What is needed is the full set of records, word for word, with no pictures.

>>>

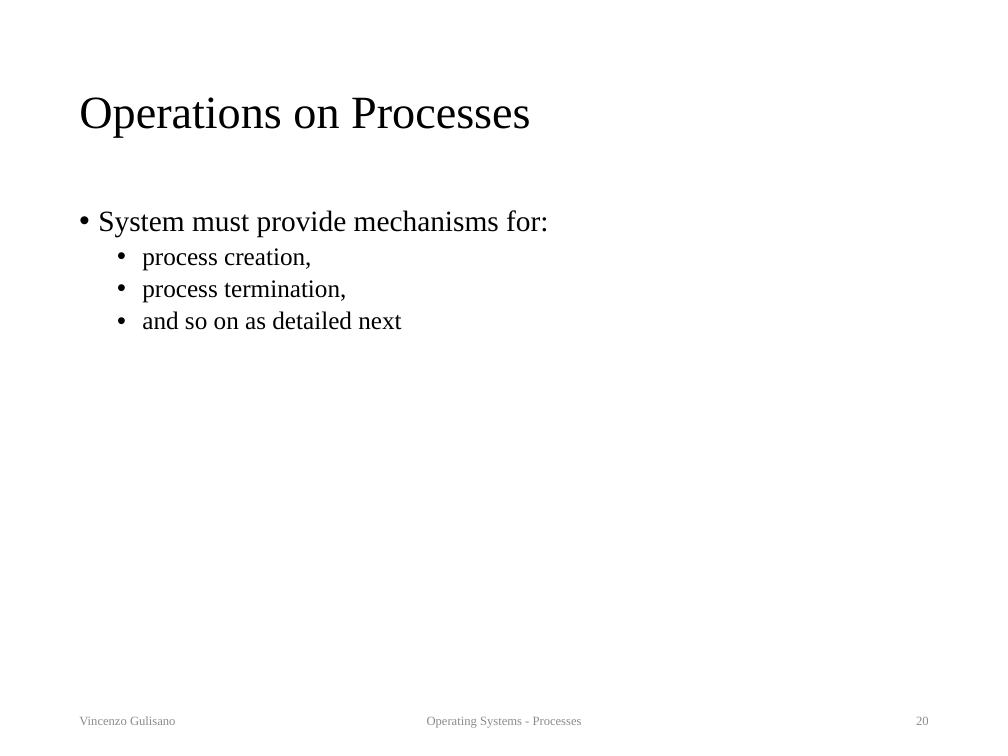
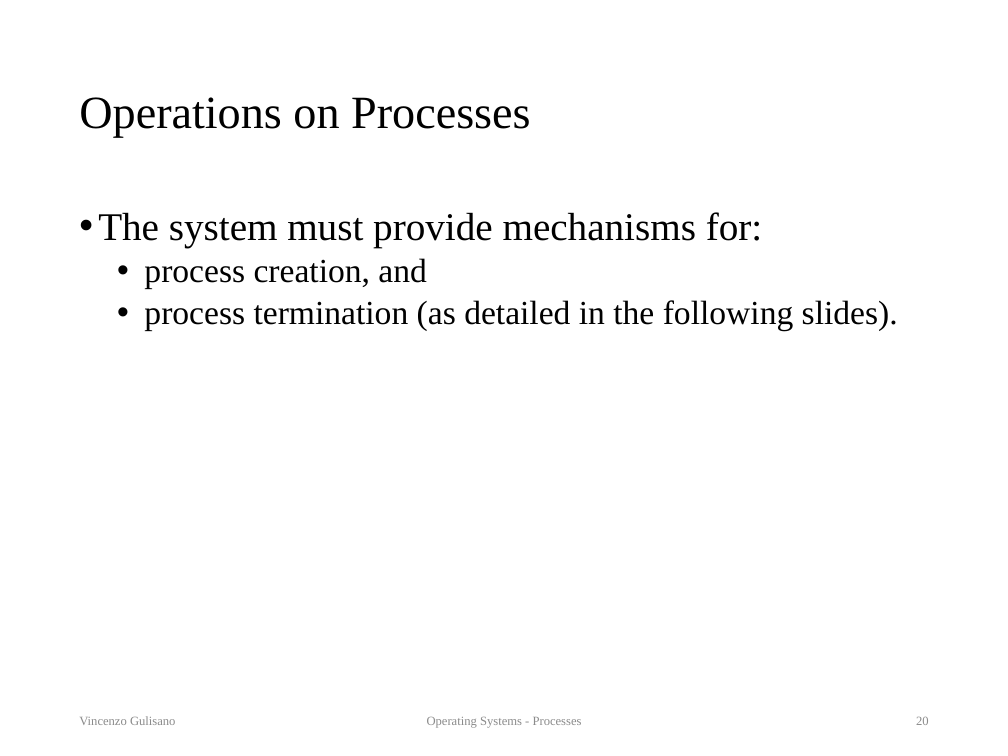
Before and after one commit to vincenzo-gulisano/os_material, a slide deck: slide 20 of slides/processes.pptx. Drawn at 1008x756 pixels with LibreOffice and Linux fonts; fonts in the diff are those of the drawing. Boxes give left, top, right and bottom in pixels: in the first picture for what was removed or moved away, otherwise in the second. Text is boxed around its words. In the diff, an @@ line names an element or a change of style, - is before the commit and + after.

Commit message:
Polished processes slides (mainly typos and broken sentences, but also some sentence that was possibly confusing / over-simplifying). Slightly updated exerices at the end too

```diff
--- a/slides/processes.pptx
+++ b/slides/processes.pptx
@@ text at (98,212,898,330): text changed; size 18 to 24 pt @@
-• System must provide mechanisms for:
-  • process creation,
-  • process termination,
-  • and so on as detailed next
+• The system must provide mechanisms for:
+  • process creation, and
+  • process termination (as detailed in the following slides).
```
Also in this commit, not shown: 39 other slides changed, 3 other files.

<<<

• Solution below
Before and after one commit to vincenzo-gulisano/os_material, a slide deck: slide 20 of slides/processes.pptx. Drawn at 1008x756 pixels with LibreOffice and Linux fonts; fonts in the diff are those of the drawing. Boxes give left, top, right and bottom in pixels: in the first picture for what was removed or moved away, otherwise in the second. Text is boxed around its words. In the diff, an @@ line names an element or a change of style, - is before the commit and + after.

Commit message:
Polished processes slides (mainly typos and broken sentences, but also some sentence that was possibly confusing / over-simplifying). Slightly updated exerices at the end too

```diff
--- a/slides/processes.pptx
+++ b/slides/processes.pptx
@@ text at (98,212,898,330): text changed; size 18 to 24 pt @@
-• System must provide mechanisms for:
-  • process creation,
-  • process termination,
-  • and so on as detailed next
+• The system must provide mechanisms for:
+  • process creation, and
+  • process termination (as detailed in the following slides).
```
Also in this commit, not shown: 39 other slides changed, 3 other files.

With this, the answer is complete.